Win98 -- all kidding aside
Mumia W.
paduille.4062.mumia.w+nospam at earthlink.net
Wed Jul 30 16:12:14 UTC 2008
On 07/30/2008 04:09 AM, Jimmy Montague wrote:
>
> Win98 had its good features -- and some bad ones. I remember when I
> first installed Win98, it was able to access floppy drives with no help
> from me at all. As a home user, the worst problem I had with my new
> Win98 system was that I couldn't shut it off.
>
> By contrast, I've had Ubuntu in this box for two weeks, now, and I'm
> still trying to make it handle my floppy drive correctly. That any
> flavor of Linux should be unable to handle floppies correctly, out of
> the box, after the OS has been nearly 20 years in development speaks
> volumes about the quality of the Linux development process.
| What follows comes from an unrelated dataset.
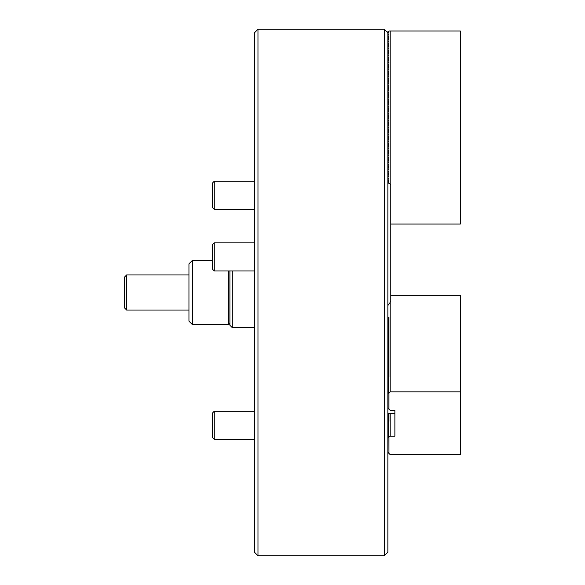 <?xml version="1.0" encoding="UTF-8"?>
<svg xmlns="http://www.w3.org/2000/svg" width="585" height="585" viewBox="0 0 585 585"><rect width="100%" height="100%" fill="white"/><g stroke="black" fill="none" stroke-linecap="round" stroke-linejoin="round"><path stroke-width="0.88" d="M257.985 555.75L254.475 552.24L254.475 32.76L257.985 29.25L257.985 555.75L384.345 555.75L384.345 29.25L387.855 32.76L387.855 552.24L384.345 555.75M387.855 182.725L390.78 184.414L390.78 301.546L387.855 305.567M232.245 270.957L232.245 327.6L229.905 325.26L229.905 270.957M229.905 323.505L228.735 324.675L228.735 270.957M192.465 324.675L188.955 321.165L188.955 263.835L192.465 260.325L192.465 324.675L228.735 324.675M124.605 308.002L124.605 276.998L126.652 274.95L126.652 310.05L124.605 308.002M214.249 439.328L212.355 437.434L212.355 413.149L214.249 411.248L214.249 439.328L254.475 439.328M212.355 207.434L212.355 183.149L214.249 181.248L214.249 209.328L212.355 207.434M390.78 224.055L460.395 224.055L460.395 31.005L388.966 31.005L387.855 31.714L388.908 32.658L387.855 33.469M390.195 184.078L390.195 31.005M387.855 33.806L388.908 34.413L387.855 35.224M387.855 35.561L388.908 36.168L387.855 36.979M387.855 37.316L388.908 37.923L387.855 38.734M387.855 39.071L388.908 39.678L387.855 40.489M387.855 40.826L388.908 41.433L387.855 42.244M387.855 42.581L388.908 43.188L387.855 43.999M387.855 44.336L388.908 44.943L387.855 45.754M387.855 46.091L388.908 46.698L387.855 47.509M387.855 47.846L388.908 48.453L387.855 49.264M387.855 49.601L388.908 50.208L387.855 51.019M387.855 51.356L388.908 51.963L387.855 52.774M387.855 53.111L388.908 53.718L387.855 54.529M387.855 54.866L388.908 55.473L387.855 56.284M387.855 56.621L388.908 57.228L387.855 58.039M387.855 58.376L388.908 58.983L387.855 59.794M387.855 60.131L388.908 60.738L387.855 61.549M387.855 61.886L388.908 62.493L387.855 63.304M387.855 63.641L388.908 64.248L387.855 65.059M387.855 65.396L388.908 66.003L387.855 66.814M387.855 67.151L388.908 67.758L387.855 68.569M387.855 68.906L388.908 69.513L387.855 70.324M387.855 70.661L388.908 71.268L387.855 72.079M387.855 72.416L388.908 73.023L387.855 73.834M387.855 74.171L388.908 74.778L387.855 75.589M387.855 75.926L388.908 76.533L387.855 77.344M387.855 77.681L388.908 78.288L387.855 79.099M387.855 79.436L388.908 80.043L387.855 80.854M387.855 81.191L388.908 81.798L387.855 82.609M387.855 82.946L388.908 83.553L387.855 84.364M387.855 84.701L388.908 85.308L387.855 86.119M387.855 86.456L388.908 87.063L387.855 87.874M387.855 88.211L388.908 88.818L387.855 89.629M387.855 89.966L388.908 90.573L387.855 91.384M387.855 91.721L388.908 92.328L387.855 93.139M387.855 93.476L388.908 94.083L387.855 94.894M387.855 95.231L388.908 95.838L387.855 96.649M387.855 96.986L388.908 97.593L387.855 98.404M387.855 98.741L388.908 99.348L387.855 100.159M387.855 100.496L388.908 101.103L387.855 101.914M387.855 102.251L388.908 102.858L387.855 103.669M387.855 104.006L388.908 104.613L387.855 105.424M387.855 105.761L388.908 106.368L387.855 107.179M387.855 107.516L388.908 108.123L387.855 108.934M387.855 109.271L388.908 109.878L387.855 110.689M387.855 111.026L388.908 111.633L387.855 112.444M387.855 112.781L388.908 113.388L387.855 114.199M387.855 114.536L388.908 115.143L387.855 115.954M387.855 116.291L388.908 116.898L387.855 117.709M387.855 118.046L388.908 118.653L387.855 119.464M387.855 119.801L388.908 120.408L387.855 121.219M387.855 121.556L388.908 122.163L387.855 122.974M387.855 123.311L388.908 123.918L387.855 124.729M387.855 125.066L388.908 125.673L387.855 126.484M387.855 126.821L388.908 127.428L387.855 128.239M387.855 128.576L388.908 129.183L387.855 129.994M387.855 130.331L388.908 130.938L387.855 131.749M387.855 132.086L388.908 132.693L387.855 133.504M387.855 133.841L388.908 134.448L387.855 135.259M387.855 135.596L388.908 136.203L387.855 137.014M387.855 137.351L388.908 137.958L387.855 138.769M387.855 139.106L388.908 139.713L387.855 140.524M387.855 140.861L388.908 141.468L387.855 142.279M387.855 142.616L388.908 143.223L387.855 144.034M387.855 144.371L388.908 144.978L387.855 145.789M387.855 146.126L388.908 146.733L387.855 147.544M387.855 147.881L388.908 148.488L387.855 149.299M387.855 149.636L388.908 150.243L387.855 151.054M387.855 151.391L388.908 151.998L387.855 152.809M387.855 153.146L388.908 153.753L387.855 154.564M387.855 154.901L388.908 155.508L387.855 156.319M387.855 156.656L388.908 157.263L387.855 158.074M387.855 158.411L388.908 159.018L387.855 159.829M387.855 160.166L388.908 160.773L387.855 161.584M387.855 161.921L388.908 162.528L387.855 163.339M387.855 163.676L388.908 164.283L387.855 165.094M387.855 165.431L388.908 166.038L387.855 166.849M387.855 167.186L388.908 167.793L387.855 168.604M387.855 168.941L388.908 169.548L387.855 170.359M387.855 170.696L388.908 171.303L387.855 172.114M387.855 172.451L388.908 173.058L387.855 173.869M387.855 174.206L388.908 174.813L387.855 175.624M387.855 175.961L388.908 176.568L387.855 177.379M387.855 177.716L388.908 178.323L387.855 179.134M387.855 179.471L388.908 180.078L387.855 180.889M387.855 181.226L388.908 181.833L387.855 182.644M394.875 410.326L394.875 436.169L394.875 410.326L390.195 410.326L387.855 407.95M387.855 436.958L387.855 437.668L388.908 436.351L387.855 436.958M387.855 392.63L387.855 393.339L388.908 392.023L387.855 392.63M387.855 393.508L390.195 391.84L460.395 391.84L460.395 454.655L390.195 454.655L387.855 452.278M388.44 413.303L387.855 413.975M387.855 414.143L388.908 413.536L387.855 414.853M387.855 415.021L388.908 414.414L387.855 415.73M387.855 415.898L388.908 415.291L387.855 416.608M387.855 416.776L388.908 416.169L387.855 417.485M387.855 417.653L388.908 417.047L387.855 418.363M387.855 418.531L388.908 417.924L387.855 419.24M387.855 419.408L388.908 418.801L387.855 420.118M387.855 420.286L388.908 419.679L387.855 420.995M387.855 421.163L388.908 420.556L387.855 421.873M387.855 422.041L388.908 421.434L387.855 422.75M387.855 422.918L388.908 422.311L387.855 423.628M387.855 423.796L388.908 423.189L387.855 424.505M387.855 424.673L388.908 424.066L387.855 425.383M387.855 425.551L388.908 424.944L387.855 426.26M387.855 426.428L388.908 425.822L387.855 427.138M387.855 427.306L388.908 426.699L387.855 428.015M387.855 428.183L388.908 427.577L387.855 428.893M387.855 429.061L388.908 428.454L387.855 429.77M387.855 429.938L388.908 429.332L387.855 430.648M387.855 430.816L388.908 430.209L387.855 431.525M387.855 431.693L388.908 431.086L387.855 432.403M387.855 432.571L388.908 431.964L387.855 433.28M387.855 433.448L388.908 432.841L387.855 434.158M387.855 434.326L388.908 433.719L387.855 435.035M387.855 435.203L388.908 434.596L387.855 435.913M387.855 436.081L388.908 435.474L387.855 436.79M387.855 437.836L390.195 436.169L394.875 436.169M390.195 413.303L390.195 436.169M387.855 318.043L388.908 317.436L387.855 318.752M387.855 318.92L388.908 318.313L387.855 319.629M387.855 319.798L388.908 319.191L387.855 320.507M387.855 320.675L388.908 320.068L387.855 321.384M387.855 321.553L388.908 320.946L387.855 322.262M387.855 322.43L388.908 321.823L387.855 323.139M387.855 323.308L388.908 322.701L387.855 324.017M387.855 324.185L388.908 323.578L387.855 324.894M387.855 325.063L388.908 324.456L387.855 325.772M387.855 325.94L388.908 325.333L387.855 326.649M387.855 326.818L388.908 326.211L387.855 327.527M387.855 327.695L388.908 327.088L387.855 328.404M387.855 328.573L388.908 327.966L387.855 329.282M387.855 329.45L388.908 328.843L387.855 330.159M387.855 330.328L388.908 329.721L387.855 331.037M387.855 331.205L388.908 330.598L387.855 331.914M387.855 332.083L388.908 331.476L387.855 332.792M387.855 332.96L388.908 332.353L387.855 333.669M387.855 333.838L388.908 333.231L387.855 334.547M387.855 334.715L388.908 334.108L387.855 335.424M387.855 335.593L388.908 334.986L387.855 336.302M387.855 336.47L388.908 335.863L387.855 337.179M387.855 337.348L388.908 336.741L387.855 338.057M387.855 338.225L388.908 337.618L387.855 338.934M387.855 339.103L388.908 338.496L387.855 339.812M387.855 339.98L388.908 339.373L387.855 340.689M387.855 340.858L388.908 340.251L387.855 341.567M387.855 341.735L388.908 341.128L387.855 342.444M387.855 342.613L388.908 342.006L387.855 343.322M387.855 343.49L388.908 342.883L387.855 344.199M387.855 344.368L388.908 343.761L387.855 345.077M387.855 345.245L388.908 344.638L387.855 345.954M387.855 346.123L388.908 345.516L387.855 346.832M387.855 347L388.908 346.393L387.855 347.709M387.855 347.878L388.908 347.271L387.855 348.587M387.855 348.755L388.908 348.148L387.855 349.464M387.855 349.633L388.908 349.026L387.855 350.342M387.855 350.51L388.908 349.903L387.855 351.219M387.855 351.388L388.908 350.781L387.855 352.097M387.855 352.265L388.908 351.658L387.855 352.974M387.855 353.143L388.908 352.536L387.855 353.852M387.855 354.02L388.908 353.413L387.855 354.729M387.855 354.898L388.908 354.291L387.855 355.607M387.855 355.775L388.908 355.168L387.855 356.484M387.855 356.653L388.908 356.046L387.855 357.362M387.855 357.53L388.908 356.923L387.855 358.239M387.855 358.408L388.908 357.801L387.855 359.117M387.855 359.285L388.908 358.678L387.855 359.994M387.855 360.163L388.908 359.556L387.855 360.872M387.855 361.04L388.908 360.433L387.855 361.749M387.855 361.918L388.908 361.311L387.855 362.627M387.855 362.795L388.908 362.188L387.855 363.504M387.855 363.673L388.908 363.066L387.855 364.382M387.855 364.55L388.908 363.943L387.855 365.259M387.855 365.428L388.908 364.821L387.855 366.137M387.855 366.305L388.908 365.698L387.855 367.014M387.855 367.183L388.908 366.576L387.855 367.892M387.855 368.06L388.908 367.453L387.855 368.769M387.855 368.938L388.908 368.331L387.855 369.647M387.855 369.815L388.908 369.208L387.855 370.524M387.855 370.693L388.908 370.086L387.855 371.402M387.855 371.57L388.908 370.963L387.855 372.279M387.855 372.448L388.908 371.841L387.855 373.157M387.855 373.325L388.908 372.718L387.855 374.034M387.855 374.203L388.908 373.596L387.855 374.912M387.855 375.08L388.908 374.473L387.855 375.789M387.855 375.958L388.908 375.351L387.855 376.667M387.855 376.835L388.908 376.228L387.855 377.544M387.855 377.713L388.908 377.106L387.855 378.422M387.855 378.59L388.908 377.983L387.855 379.299M387.855 379.468L388.908 378.861L387.855 380.177M387.855 380.345L388.908 379.738L387.855 381.054M387.855 381.223L388.908 380.616L387.855 381.932M387.855 382.1L388.908 381.493L387.855 382.809M387.855 382.978L388.908 382.371L387.855 383.687M387.855 383.855L388.908 383.248L387.855 384.564M387.855 384.733L388.908 384.126L387.855 385.442M387.855 385.61L388.908 385.003L387.855 386.319M387.855 386.488L388.908 385.881L387.855 387.197M387.855 387.365L388.908 386.758L387.855 388.074M387.855 388.243L388.908 387.636L387.855 388.952M387.855 389.12L388.908 388.513L387.855 389.829M387.855 389.998L388.908 389.391L387.855 390.707M387.855 390.875L388.908 390.268L387.855 391.584M387.855 391.753L388.908 391.146L387.855 392.462M390.195 302.328L390.195 391.84M390.78 295.315L460.395 295.315L460.395 391.84M388.966 392.901L388.966 409.266M388.966 437.229L388.966 453.594L388.908 437.229M212.355 269.063L212.355 244.771L214.249 242.877L214.249 270.957L212.355 269.063M388.908 392.901L388.908 409.164M257.985 29.25L384.345 29.25M254.475 327.6L232.245 327.6M212.355 260.325L192.465 260.325M188.955 310.05L126.652 310.05M188.955 274.95L126.652 274.95M254.475 411.248L214.249 411.248L212.355 413.149M254.475 242.877L214.249 242.877L254.475 242.877M254.475 209.328L214.249 209.328M254.475 181.248L214.249 181.248L254.475 181.248M387.855 62.595L388.966 62.595M387.855 136.305L388.966 136.305M387.855 413.303L394.875 413.303M388.966 317.436L388.966 377.106M388.966 413.303L388.966 421.434M212.355 183.149L214.249 181.248M254.475 270.957L214.249 270.957M212.355 244.771L214.249 242.877"/></g></svg>

Those
> enraged by that statement may get their ire cooled somewhat by my
> admission that, also unlike Win98, Ubuntu is easy to shut off.
>
>
I agree. Modern-day Linux can be very difficult to get working right.
Ubuntu tries hard to work "out of the box," but it often misses. And
frankly, Linux has been making some dumb decisions recently, such as
establishing dependency upon udev (unreliable device manager),
asynchronous device driver loading, and xrandr1.2 (X random
configuration--ignore the user).
When I first started using Slackware Linux, it was very predictable and
very reliable. Today's Linux is anything but predictable and reliable.
BTW, I have also experienced the floppy problem that you mentioned.